==== Records provided

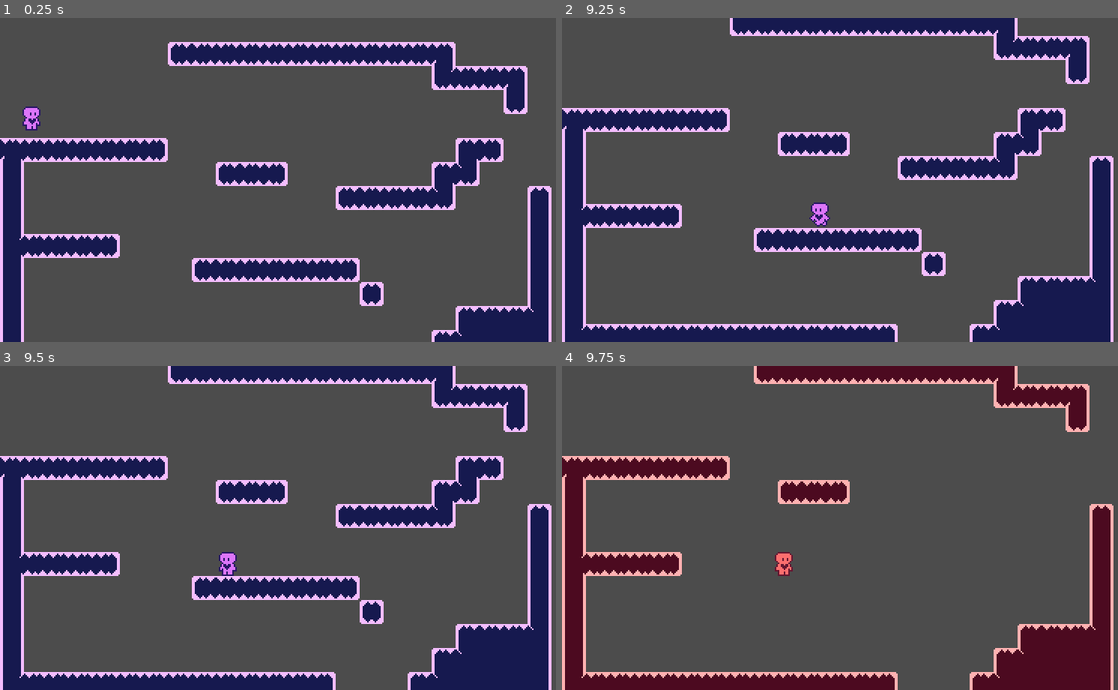
Above: before the commit, frames 1-4 (two rows, left to right).
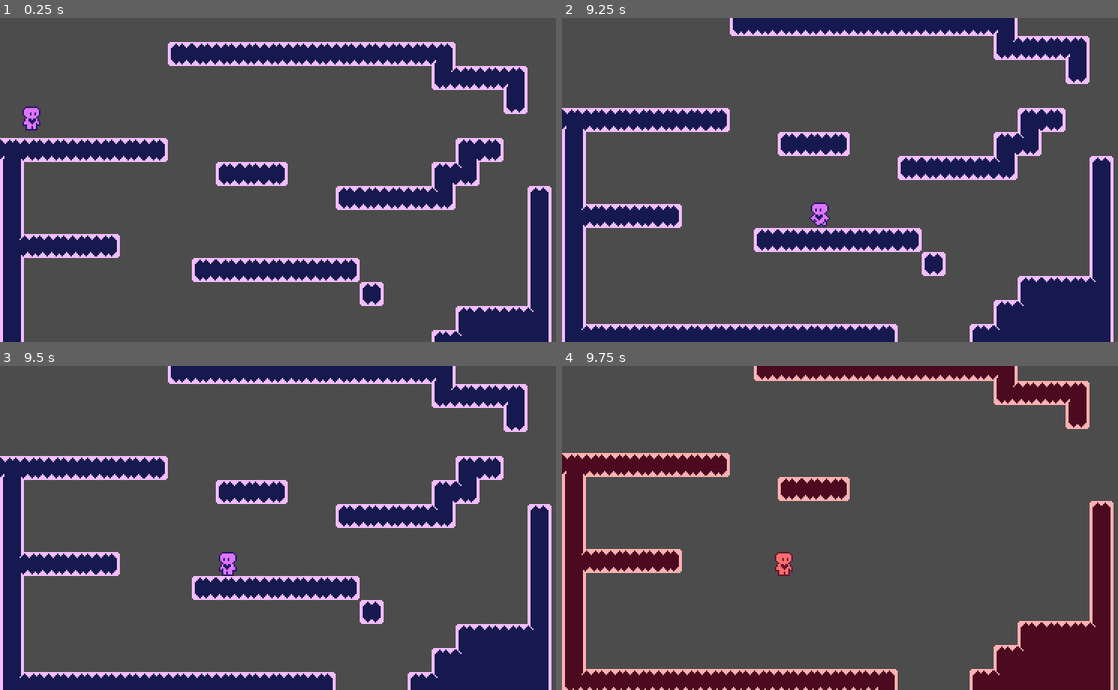
Above: after the commit, the same moments.

Repository: SignaturedX/MTL_GGJ
Game: Godot game, scene res://Main.tscn
Same seed, same stepped clock (60 frames per second), same inputs: the game is played once before the commit and once after it.
Inputs:
- Up to frame 1 (0.25 s): no input
- Up to frame 2 (9.25 s): hold D (right_key) 0.53-2.03 s; tap Q (dim_swap_key) every 0.75 s from 0.6 to 8.85 s; tap W (up_key) at 0.77, 1.52, 3.02, 3.77, 4.52, 6.02, 6.77, 7.52, 9.02 s; hold A (left_key) 2.03-4.28 s; hold D (right_key) 4.28-8.03 s; hold A (left_key) from 8.03 s (still down)
- Up to frame 3 (9.5 s): keep holding A (left_key)
- Up to frame 4 (9.75 s): release A (left_key) at 9.53 s; hold D (right_key) from 9.53 s (still down); tap Q (dim_swap_key) at 9.6 s

Frames 1-3 are identical in both runs. In frame 4, 4.9% of the frame differs, in the area x 0-100%, y 2-100%.

Commit message:
Version 1.6
- Switched mask & layers for switch functionality

- Rough skeleton for menu workings added

Diff:
--- a/globalgamejam/Main.gd
+++ b/globalgamejam/Main.gd
@@ -2,10 +2,13 @@
 extends Node
 
 
+onready var world_access = worlds.new()
 onready var purpleChar = preload("res://Purple.tscn")
 onready var redChar = preload("res://Red.tscn")
-onready var purpleWorld = $PurpleDimension/Level1
-onready var redWorld = $RedDimension/Level1
+onready var menuHelp = menu.new()
+onready var purpleWorld = $MainMenu/Levels/PurpleDimension/Level1
+onready var redWorld = $MainMenu/Levels/RedDimension/Level1
+onready var mainMenu = $MainMenu
 var purpleInstance
 var redInstance
 
@@ -14,6 +17,10 @@
 # Called when the node enters the scene tree for the first time.
 func _ready():
 	_level0()
+	$CanvasLayer/PauseMenu.hide()
+	mainMenu.hide()
+
+
 
 
 func _switch():
@@ -37,6 +44,7 @@
 	if x_input != false:
 
 		end_world()
+		menuHelp.call_main()
 
 
 func end_world():
@@ -58,6 +66,8 @@
 
 		redWorld.visible = true #sets visibility for the worlds
 		purpleWorld.visible = false
+
+
 
 
 	else:
--- a/globalgamejam/Main.tscn
+++ b/globalgamejam/Main.tscn
@@ -1,16 +1,30 @@
-[gd_scene load_steps=4 format=2]
+[gd_scene load_steps=8 format=2]
 
 [ext_resource path="res://RedDimension.tscn" type="PackedScene" id=1]
+[ext_resource path="res://PauseMenu.tscn" type="PackedScene" id=2]
 [ext_resource path="res://Main.gd" type="Script" id=3]
 [ext_resource path="res://Purple Dimension.tscn" type="PackedScene" id=4]
+[ext_resource path="res://MainMenu.tscn" type="PackedScene" id=5]
+[ext_resource path="res://levels.gd" type="Script" id=6]
+[ext_resource path="res://menu.gd" type="Script" id=7]
 
 [node name="Main" type="Node"]
 script = ExtResource( 3 )
 
-[node name="RedDimension" parent="." instance=ExtResource( 1 )]
+[node name="MainMenu" parent="." instance=ExtResource( 5 )]
+script = ExtResource( 7 )
 
-[node name="PurpleDimension" parent="." instance=ExtResource( 4 )]
+[node name="Levels" type="Node" parent="MainMenu"]
+script = ExtResource( 6 )
+
+[node name="RedDimension" parent="MainMenu/Levels" instance=ExtResource( 1 )]
+
+[node name="PurpleDimension" parent="MainMenu/Levels" instance=ExtResource( 4 )]
 
 [node name="StartPosition" type="Position2D" parent="."]
 position = Vector2( 21, 55 )
 rotation = 0.00024115
+
+[node name="CanvasLayer" type="CanvasLayer" parent="."]
+
+[node name="PauseMenu" parent="CanvasLayer" instance=ExtResource( 2 )]
--- /dev/null
+++ b/globalgamejam/MainMenu.gd
@@ -0,0 +1,16 @@
+extends Control
+
+
+# Declare member variables here. Examples:
+# var a = 2
+# var b = "text"
+
+
+# Called when the node enters the scene tree for the first time.
+func _ready():
+	pass # Replace with function body.
+
+
+# Called every frame. 'delta' is the elapsed time since the previous frame.
+#func _process(delta):
+#	pass
--- /dev/null
+++ b/globalgamejam/PauseMenu.gd
@@ -0,0 +1,25 @@
+extends Control
+
+onready var menuHelp = menu.new()
+
+
+# Declare member variables here. Examples:
+# var a = 2
+# var b = "text"
+
+
+# Called when the node enters the scene tree for the first time.
+func _ready():
+	pass # Replace with function body.
+
+
+# Called every frame. 'delta' is the elapsed time since the previous frame.
+#func _process(delta):
+#	pass
+
+
+func _on_Quit_pressed():
+
+	menuHelp.call_main()
+
+	pass # Replace with function body.
--- a/globalgamejam/PauseMenu.tscn
+++ b/globalgamejam/PauseMenu.tscn
@@ -1,13 +1,20 @@
-[gd_scene load_steps=2 format=2]
+[gd_scene load_steps=3 format=2]
 
 [ext_resource path="res://title_font.tres" type="DynamicFont" id=1]
+[ext_resource path="res://PauseMenu.gd" type="Script" id=2]
 
-[node name="PauseMenu" type="CanvasLayer"]
+[node name="PauseMenu" type="Control"]
+anchor_right = 1.0
+anchor_bottom = 1.0
+script = ExtResource( 2 )
+__meta__ = {
+"_edit_use_anchors_": false
+}
 
 [node name="ColorRect" type="ColorRect" parent="."]
 anchor_right = 1.0
 anchor_bottom = 1.0
-color = Color( 0, 0, 0, 0.294118 )
+color = Color( 0.223529, 0.223529, 0.223529, 0.403922 )
 __meta__ = {
 "_edit_use_anchors_": false
 }
@@ -82,3 +89,5 @@
 custom_fonts/font = ExtResource( 1 )
 text = "QUIT"
 flat = true
+
+[connection signal="pressed" from="CenterContainer/VBoxContainer2/VBoxContainer/VBoxContainer3/VBoxContainer2/Quit" to="." method="_on_Quit_pressed"]
--- a/globalgamejam/Purple Dimension.tscn
+++ b/globalgamejam/Purple Dimension.tscn
@@ -151,7 +151,7 @@
 0/region = Rect2( 0, 0, 176, 80 )
 0/tile_mode = 1
 0/autotile/bitmask_mode = 1
-0/autotile/bitmask_flags = [ Vector2( 0, 0 ), 432, Vector2(  …(662 unchanged characters)… Vector2( 7, 1 ), 155, Vector2( 7, 2 ), 218, Vector2( 7, 3 ), 26, Vector2( 7, 4 ), 154, Vector2( 8, 0 ), 184, Vector2( 8, 1 ), 191, Vector2( 8, 2 ), 506, Vector2( 8, 3 ), 58, Vector2( 8, 4 ),  …(139 unchanged characters)…
+0/autotile/bitmask_flags = [ Vector2( 0, 0 ), 432, Vector2(  …(662 unchanged characters)… Vector2( 7, 1 ), 155, Vector2( 7, 2 ), 223, Vector2( 7, 3 ), 26, Vector2( 7, 4 ), 154, Vector2( 8, 0 ), 184, Vector2( 8, 1 ), 511, Vector2( 8, 2 ), 507, Vector2( 8, 3 ), 58, Vector2( 8, 4 ),  …(139 unchanged characters)…
 0/autotile/icon_coordinate = Vector2( 3, 3 )
 0/autotile/tile_size = Vector2( 16, 16 )
 0/autotile/spacing = 0
--- a/globalgamejam/Red.tscn
+++ b/globalgamejam/Red.tscn
@@ -51,6 +51,8 @@
 } ]
 
 [node name="Red" type="KinematicBody2D" groups=["red"]]
+collision_layer = 8
+collision_mask = 8
 script = ExtResource( 2 )
 __meta__ = {
 "_edit_group_": true
--- a/globalgamejam/RedDimension.tscn
+++ b/globalgamejam/RedDimension.tscn
@@ -457,5 +457,6 @@
 tile_set = SubResource( 48 )
 cell_size = Vector2( 16, 16 )
 collision_layer = 2
+collision_mask = 8
 format = 1
 tile_data = PoolIntArray( 65544, 0, 196608, 65545, 0, 196609, 65546, 0, 196609, 65547, 0, 196609, 65548, 0, 196609, 655 …(1405 unchanged characters)…
--- /dev/null
+++ b/globalgamejam/Worlds.gd
@@ -0,0 +1,19 @@
+class_name worlds
+extends Node
+
+onready var purpleWorld = $PurpleDimension/Level1
+onready var redWorld = $RedDimension/Level1
+
+
+# Declare member variables here. Examples:
+# var a = 2
+# var b = "text"
+
+
+# Called when the node enters the scene tree for the first time.
+func _ready():
+	pass # Replace with function body.
+
+# Called every frame. 'delta' is the elapsed time since the previous frame.
+#func _process(delta):
+#	pass
--- /dev/null
+++ b/globalgamejam/levels.gd
@@ -0,0 +1,9 @@
+class_name levels
+extends Node
+
+onready var level1_p = $PurpleDimension/Level1
+onready var level1_r = $RedDimension/Level1
+
+
+func _ready():
+	pass
--- /dev/null
+++ b/globalgamejam/menu.gd
@@ -0,0 +1,29 @@
+class_name menu
+extends Node
+
+onready var la = levels.new()
+onready var purpleDim = la.level1_p
+
+
+# Called when the node enters the scene tree for the first time.
+func _ready():
+	pass # Replace with function body.
+
+func call_main():
+
+	# purpleDim.visible = false
+
+#	world2.set_process(false)
+#
+#	inst1.queue_free()
+#	inst2.queue_free()
+#
+
+#	main_menu.visible = true
+
+
+	pass
+
+# Called every frame. 'delta' is the elapsed time since the previous frame.
+#func _process(delta):
+#	pass
--- a/globalgamejam/project.godot
+++ b/globalgamejam/project.godot
@@ -18,10 +18,28 @@
 "class": "character",
 "language": "GDScript",
 "path": "res://character.gd"
+}, {
+"base": "Node",
+"class": "levels",
+"language": "GDScript",
+"path": "res://levels.gd"
+}, {
+"base": "Node",
+"class": "menu",
+"language": "GDScript",
+"path": "res://menu.gd"
+}, {
+"base": "Node",
+"class": "worlds",
+"language": "GDScript",
+"path": "res://Worlds.gd"
 } ]
 _global_script_class_icons={
 "Main": "",
-"character": ""
+"character": "",
+"levels": "",
+"menu": "",
+"worlds": ""
 }
 
 [application]
@@ -78,12 +96,18 @@
 , Object(InputEventKey,"resource_local_to_scene":false,"resource_name":"","device":0,"alt":false,"shift":false,"control":false,"meta":false,"command":false,"pressed":false,"scancode":81,"physical_scancode":0,"unicode":0,"echo":false,"script":null)
  ]
 }
+pause_game={
+"deadzone": 0.5,
+"events": [ Object(InputEventKey,"resource_local_to_scene":false,"resource_name":"","device":0,"alt":false,"shift":false,"control":false,"meta":false,"command":false,"pressed":false,"scancode":0,"physical_scancode":16777217,"unicode":0,"echo":false,"script":null)
+ ]
+}
 
 [layer_names]
 
-2d_physics/layer_1="player"
+2d_physics/layer_1="player1"
 2d_physics/layer_2="redwalls"
 2d_physics/layer_3="purplewalls"
+2d_physics/layer_4="player2"
 
 [physics]

========

What you should do:
Show, from the listing above, each line that contains the word "command".

Solution:
 , Object(InputEventKey,"resource_local_to_scene":false,"resource_name":"","device":0,"alt":false,"shift":false,"control":false,"meta":false,"command":false,"pressed":false,"scancode":81,"physical_scancode":0,"unicode":0,"echo":false,"script":null)
+"events": [ Object(InputEventKey,"resource_local_to_scene":false,"resource_name":"","device":0,"alt":false,"shift":false,"control":false,"meta":false,"command":false,"pressed":false,"scancode":0,"physical_scancode":16777217,"unicode":0,"echo":false,"script":null)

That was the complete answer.